Care to elaborate? 'cause I can't see how that would NOT be the next step they take. It's logical.
And just after we got a great insight into Drow and how Lolth betrayed Correllon in Mordenkainen's Tome of Foes.

We've received valuable insights from sensitivity readers on two of our recent books. We are incorporating sensitivity readers into our creative process, and we will continue to reach out to experts in various fields to help us identify our blind spots.
What the heck are sensitivity readers? Is this basically a new form of censorship, except done to prevent anyone from being offended by an accidental remark?
 

Care to elaborate? 'cause I can't see how that would NOT be the next step they take. It's logical.
And just after we got a great insight into Drow and how Lolth betrayed Correllon in Mordenkainen's Tome of Foes.

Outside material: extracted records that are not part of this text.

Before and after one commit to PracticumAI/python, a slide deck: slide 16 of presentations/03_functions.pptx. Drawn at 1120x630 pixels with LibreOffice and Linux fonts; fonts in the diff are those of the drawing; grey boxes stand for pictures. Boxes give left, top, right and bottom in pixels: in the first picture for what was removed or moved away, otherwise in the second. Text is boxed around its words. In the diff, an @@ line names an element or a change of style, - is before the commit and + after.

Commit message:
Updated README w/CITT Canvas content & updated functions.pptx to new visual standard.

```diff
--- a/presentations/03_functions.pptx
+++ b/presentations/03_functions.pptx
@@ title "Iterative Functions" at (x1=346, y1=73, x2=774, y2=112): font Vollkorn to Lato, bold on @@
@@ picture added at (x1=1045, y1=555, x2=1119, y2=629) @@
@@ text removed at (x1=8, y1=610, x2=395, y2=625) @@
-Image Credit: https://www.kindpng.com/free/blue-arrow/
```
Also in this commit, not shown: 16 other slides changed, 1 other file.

What the heck are sensitivity readers? Is this basically a new form of censorship, except done to prevent anyone from being offended by an accidental remark?

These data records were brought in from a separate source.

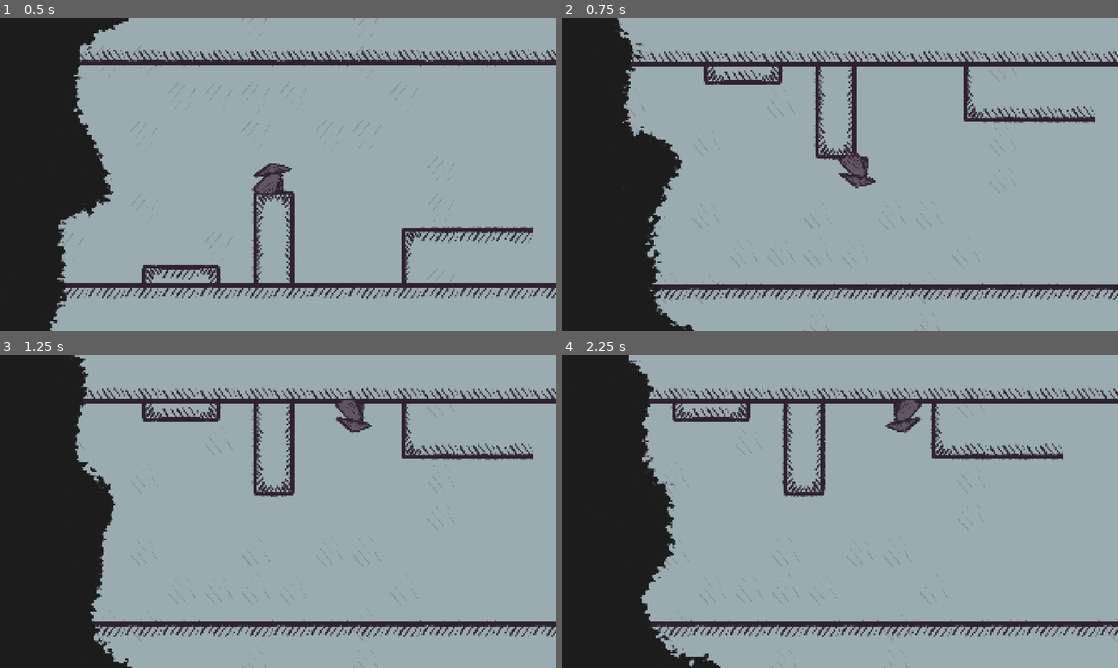
Above: before the commit, frames 1-4 (two rows, left to right).
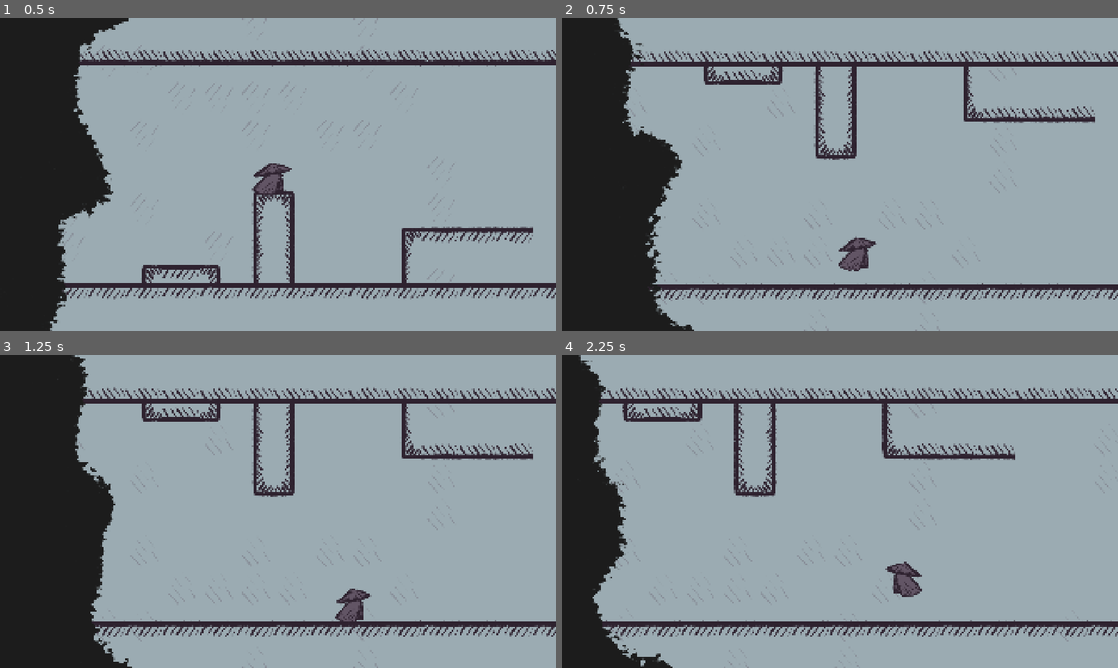
Above: after the commit, the same moments.

Repository: YiTongHu-SC/upside-down
Game: Godot game, scene res://scenes/main.tscn
Same seed, same stepped clock (60 frames per second), same inputs: the game is played once before the commit and once after it.
Inputs:
- Up to frame 1 (0.5 s): no input
- Up to frame 2 (0.75 s): hold D (MOVE_RIGHT) from 0.53 s (still down); tap W (SWITCH) at 0.6 s
- Up to frame 3 (1.25 s): keep holding D (MOVE_RIGHT); tap Space (JUMP) at 0.77, 0.8, 1.07 s
- Up to frame 4 (2.25 s): tap Space (JUMP) at 1.35, 1.52, 1.82 s; tap W (SWITCH) at 1.55, 2.1 s; release D (MOVE_RIGHT) at 2.03 s; hold A (MOVE_LEFT) from 2.03 s (still down)

Frame 1 is identical in both runs. In frame 2, 0.9% of the frame differs, in the area x 49-57%, y 43-81%; in frame 3, 0.9%; in frame 4, 16%, in the area x 3-100%, y 0-100%.

Commit message:
feat(hero): implement upside-down functionality
- Add switch_jump_velocity variable for upside-down jump
- Implement gravity direction flipping when switching orientation
- Update jump and gravity calculations to support upside-down movement
- Add flip_x and flip_y methods for character flipping
- Update enemy collision mask and platform wall layers

Diff:
--- a/nodes/hero.gd
+++ b/nodes/hero.gd
@@ -8,7 +8,7 @@
 @export var move_speed = 2.0
 @export var friction = 10.0
 # Jump parameters
-# @export var max_jump_velocity = -400.0
+@export var switch_jump_velocity = 5
 @export var min_jump_velocity = 2.0
 @export var jump_upward_acceleration = 20.0 # Acceleration while holding jump
 @export var jump_gravity = 10.0 # Gravity when not holding jump
@@ -33,6 +33,7 @@
 @onready var facing = Face.RIGHT
 @onready var current_state = State.IDLE
 @onready var animation = $AnimationPlayer
+@onready var gravity_dir = 1
 
 func _ready():
 	# Set initial jump state
@@ -44,8 +45,14 @@
 func _physics_process(delta):
 	if Input.is_action_just_pressed("SWITCH"):
 		upside_down = !upside_down
+		gravity_dir = - gravity_dir
+		up_direction = Vector2(0, -gravity_dir)
+		flip_y()
+		# 给一个大速度
+		velocity.y = switch_jump_velocity * physics_unit * gravity_dir
 		on_upside_down.emit(upside_down)
 		pass
+
 	# Handle jump input timing
 	if Input.is_action_just_pressed("JUMP") and is_on_floor():
 		jump_key_held = true
@@ -55,7 +62,7 @@
 		current_state = State.JUMP
 
 		# Immediate minimal jump to avoid input lag
-		velocity.y = - min_jump_velocity * physics_unit
+		velocity.y = - min_jump_velocity * physics_unit * gravity_dir
 
 	if Input.is_action_just_released("JUMP"):
 		jump_key_held = false
@@ -63,7 +70,7 @@
 	# Apply jump acceleration while holding jump and within time window
 	if is_jumping and jump_key_held and jump_input_time < MAX_JUMP_TIME:
 		# Apply upward acceleration while holding jump button
-		velocity.y -= jump_upward_acceleration * physics_unit * delta
+		velocity.y -= jump_upward_acceleration * physics_unit * delta * gravity_dir
 		# print("Jump:", jump_input_time)
 
 	# Update jump timer
@@ -77,11 +84,11 @@
 	# Apply gravity based on jump button state
 	if not is_on_floor():
 		if jump_key_held:
-			velocity.y += jump_gravity * physics_unit * delta
+			velocity.y += jump_gravity * physics_unit * delta * gravity_dir
 			# print("Jump hold:", jump_input_time)
 		else:
 			# print("Jump release:", jump_input_time)
-			velocity.y += release_gravity * physics_unit * delta
+			velocity.y += release_gravity * physics_unit * delta * gravity_dir
 	# else:
 	# 	# Reset jump state when on floor
 	# 	is_jumping = false
@@ -114,12 +121,16 @@
 	## check facing
 	if dir < -0.5 && facing != Face.LEFT:
 		facing = Face.LEFT
-		flip()
+		flip_x()
 	elif dir > 0.5 && facing != Face.RIGHT:
 		facing = Face.RIGHT
-		flip()
-func flip():
+		flip_x()
+
+func flip_x():
 	scale.x = -1
+
+func flip_y():
+	scale.y *= -1
 
 func check_collision():
 	# 检查碰撞
--- a/scenes/main.tscn
+++ b/scenes/main.tscn
@@ -13,7 +13,7 @@
 
 [sub_resource type="ShaderMaterial" id="ShaderMaterial_choun"]
 shader = ExtResource("9_85g3d")
-shader_parameter/upside_down = true
+shader_parameter/upside_down = false
 
 [sub_resource type="StyleBoxFlat" id="StyleBoxFlat_tbgi4"]
 bg_color = Color(0.11, 0.11, 0.11, 1)
@@ -38,12 +38,13 @@
 position = Vector2(1018, 548)
 collision_layer = 3
 collision_mask = 3
+platform_wall_layers = 0
 physics_unit = 200
+switch_jump_velocity = 10
 
 [node name="Enemy" parent="." instance=ExtResource("4_tbgi4")]
 position = Vector2(-455, 569)
 collision_layer = 2
-collision_mask = 2
 acceleration = 0.6
 max_speed = 8.0

It's a strawman because you are presenting a version of the opposing argument that is easy for you to knock down. "There is no pleasing this particular crowd." Not to mention that this isn't a good faith presentation of their position.

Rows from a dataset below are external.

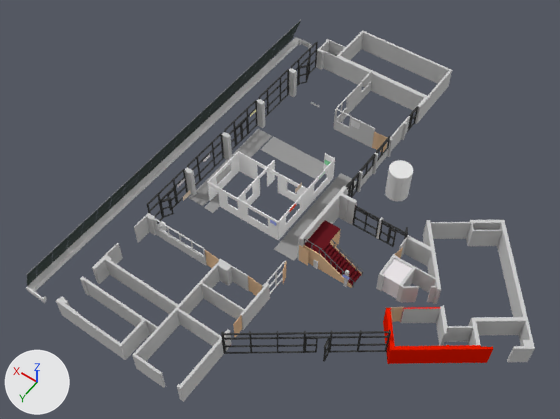
Renders of the Blender file models/environment/adream.blend from each side of a commit.
One viewpoint serves both versions: a 50 mm camera at (-19.3, 43.4, 51.6) aimed at (3.2, 11.9, 2.1). Arrows for +X, +Y and +Z are at lower left; the lights stay in place.

The scene before the commit, as lines of its bpy script (objects in view):
```python
me_cube_001 = bpy.data.meshes.new('Cube.001')
me_cube_001.from_pydata(...)  # 1226 vertices, 1204 faces; spans x -29.6..10.0, y -4.0..26.6, z 0.0..3.0
# faces by material slot: [1166, 38]
me_cube_001.materials.append(mat_wall_mat)  # light grey #cdcdcd
me_cube_001.materials.append(mat_wall_mat_red)  # red #e71a00
me_cube_009 = bpy.data.meshes.new('Cube.009')
me_cube_009.from_pydata(...)  # 16 vertices, 12 faces; spans x -0.02..1.6, y -2.15..0.46, z 0.0..2.04
me_cube_009.materials.append(mat_light_wood_mat)  # beige #e7c19a
me_cube_018 = bpy.data.meshes.new('Cube.018')
me_cube_018.from_pydata(...)  # 640 vertices, 708 faces; spans x -20.4..3.9, y -0.1..0.1, z 0.0..3.2
me_cube_018.materials.append(mat_floor_lino_grey_dark)  # black #3e3f3e
me_cube_055 = bpy.data.meshes.new('Cube.055')
me_cube_055.from_pydata(...)  # a box spanning x -1.0..1.0, y -1.0..1.0, z -1.0..1.0
ob_adream_mall = bpy.data.objects.new('adream_mall', me_cube_001)
ob_adream_mall.location = (7.79, 18.49, -0.05)
ob_adream_mall.rotation_euler = (0.0, 0.0, 1.571)  # degrees (0, 0, 90)
ob_atm_1 = bpy.data.objects.new('atm_1', me_cube_055)
ob_atm_1.location = (-1.59, 13.69, 0.5)
ob_atm_1.scale = (0.2, 0.03, 0.5)
ob_door_h20 = bpy.data.objects.new('door_h20', me_cube_009)
ob_door_h20.location = (-0.11, 13.86, 0.0)
ob_door_h20.rotation_euler = (0.0, 0.0, 2.618)  # degrees (0, 0, 150)
ob_glass_wall_h20_1 = bpy.data.objects.new('glass_wall_h20_1', me_cube_018)
ob_glass_wall_h20_1.location = (11.57, 14.39, 0.0)
ob_glass_wall_h20_1.rotation_euler = (0.0, 0.0, 1.571)  # degrees (0, 0, 90)
# also in view: 'gf_walkway_2' at (10.4, 9.0, 0.0); 'stairs_1' at (-2.7, 12.1, 1.3); 'adream_apartment' at (5.9, 9.1, 1.2); 'elevator_1' at (-7.5, 11.4, 0.9); 'glass_wall_h10' at (-5.1, 20.3, 1.4)
```
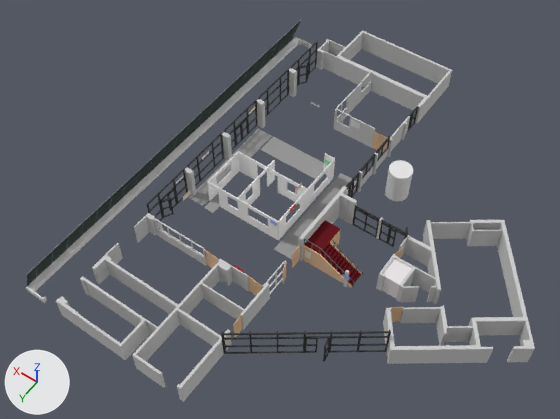
Where the change shows, as pixel boxes (x1, y1, x2, y2) in the pictures (560 x 419 px; the box of a moved part takes in the faces that stretch with it):
```json
{"object": "door_h20", "change": "reshaped", "before": [283, 245, 309, 284], "after": [283, 246, 300, 284], "on screen": "33% narrower"}
{"object": "atm_1", "change": "moved", "before": [313, 260, 318, 269], "after": [305, 250, 311, 260]}
{"part": 1, "of": "me_cube_009", "change": "moved or reshaped", "before": [299, 245, 309, 266], "after": [292, 246, 300, 268]}
{"part": 2, "of": "me_cube_001", "change": "recoloured", "before": [383, 307, 493, 364], "after": [383, 307, 493, 364], "on screen": "red to grey"}
```

Scene script edits in JSON lines:
```json
{"block": "me_cube_009", "where": "me_cube_009.from_pydata(...)  # 16 vertices, 12 faces; spans x -0.02..1.6, y -2.15..0.46, z 0.0..2.04"}
{"block": "me_cube_009", "where": "# used by ob_door_h20; location = (-0.11, 13.86, 0.0); rotation_euler = (0.0, 0.0, 2.618), in degrees (0, 0, 150)"}
{"block": "me_cube_009", "change": "me_cube_009 part 1: the loose piece of 8 vertices spanning x -0.02..0.79, y 0.0..0.46, z 0.0..2.04 is turned -90 degrees about the z axis through the mesh origin"}
{"block": "me_cube_001", "where": "me_cube_001.from_pydata(...)  # 1226 vertices, 1204 faces; spans x -29.6..10.0, y -4.0..26.6, z 0.0..3.0"}
{"block": "me_cube_001", "where": "# used by ob_adream_mall; location = (7.79, 18.49, -0.05); rotation_euler = (0.0, 0.0, 1.571), in degrees (0, 0, 90)"}
{"block": "me_cube_001", "change": "me_cube_001 part 2: all 38 faces that had it switch from mat_wall_mat_red (red #e71a00) to mat_wall_mat (light grey #cdcdcd)"}
{"op": "set", "path": "ob_atm_1.location", "old": "(-1.59, 13.69, 0.5)", "new": "(-0.8, 13.65, 1.1)"}
```

It's a slippery slope because you are assuming that changing how WOTC presents orcs will result in (checks notes) the removal of Lolth from D&D.
 

BB Shockwave

Explorer
THIS is what matters the most. You can pat yourself on the back for not offending cultures X, Y, and Z all you want in a fantasy setting by mildly changing the text in a handful of books in a world where you murder dragons based on the color of their scales and obliterate other sentient humanoids for a cash reward. None of it matters unless you're actually doing something in the real world.

D&D is a fantasy world. It isn't real. Odds are, you're going to offend anyone who associates in the slightest with orcs (violent cultures that perhaps are misunderstood because orcs just need a hug), goblins (slightly less violent cultures with trickster features who also need a hug to switch to good), beholders (intellectual but malevolent cultures who need a hug), evil dragons (I'm colored red so I'm evil but dammit, if I had a hug I'd be not evil), mind flayers (intellectual but malevolent cultures who need a hug but probably will still eat your brains), cultists (of all kinds and pseudo-religions and who are you to tell me my religion is wrong), drow (I was born evil but I'm choosing to be awesome like Drizz't, and if you just gave me a hug), duergar (we don't have a literary hero yet like Drow, but essentially we're like Drizz't, and F-U for not giving little people their due with a literary anti-hero like Drizz't you racist bastards), demons (I've repented my ways, don't I get a second chance you unforgiving bastards), devils (same thing), and pretty much anything because D&D is going to offend some culture. Fantasy is built upon stereotypes of what good and evil act like.

I'd rather WOTC bring in fresh perspectives to adventures and diversify its settings than try to solve real-world racism in-game by opting to change your ability scores. Haven't we had enough discussions started over solving matters in-table rather than off-table?
Great post. Indeed, why don't Duergar or Goblins get a hero character like Drizzt? Duergar are basically victims of the Illithid, same as the Gith, and feel (arguably rightfully) betrayed by their pantheon.
At least Beholders are kinda "humanized" with Xanathar who while still being basically a James Bond villain, is someone you can have a work relationship with (even if he tends to disintegrate people whom he gets paranoid about). Plus there are Spectators, who are not evil and rather curious and friendly.
I think it was Eberron that tried the whole "Dragons can be any alignment" thing regardless of being Chromatic or Metallic. I have not read enough of it to see if it worked. They also made Drow worship a scorpion god and live on the surface, though I am not sure if that made them any less evil.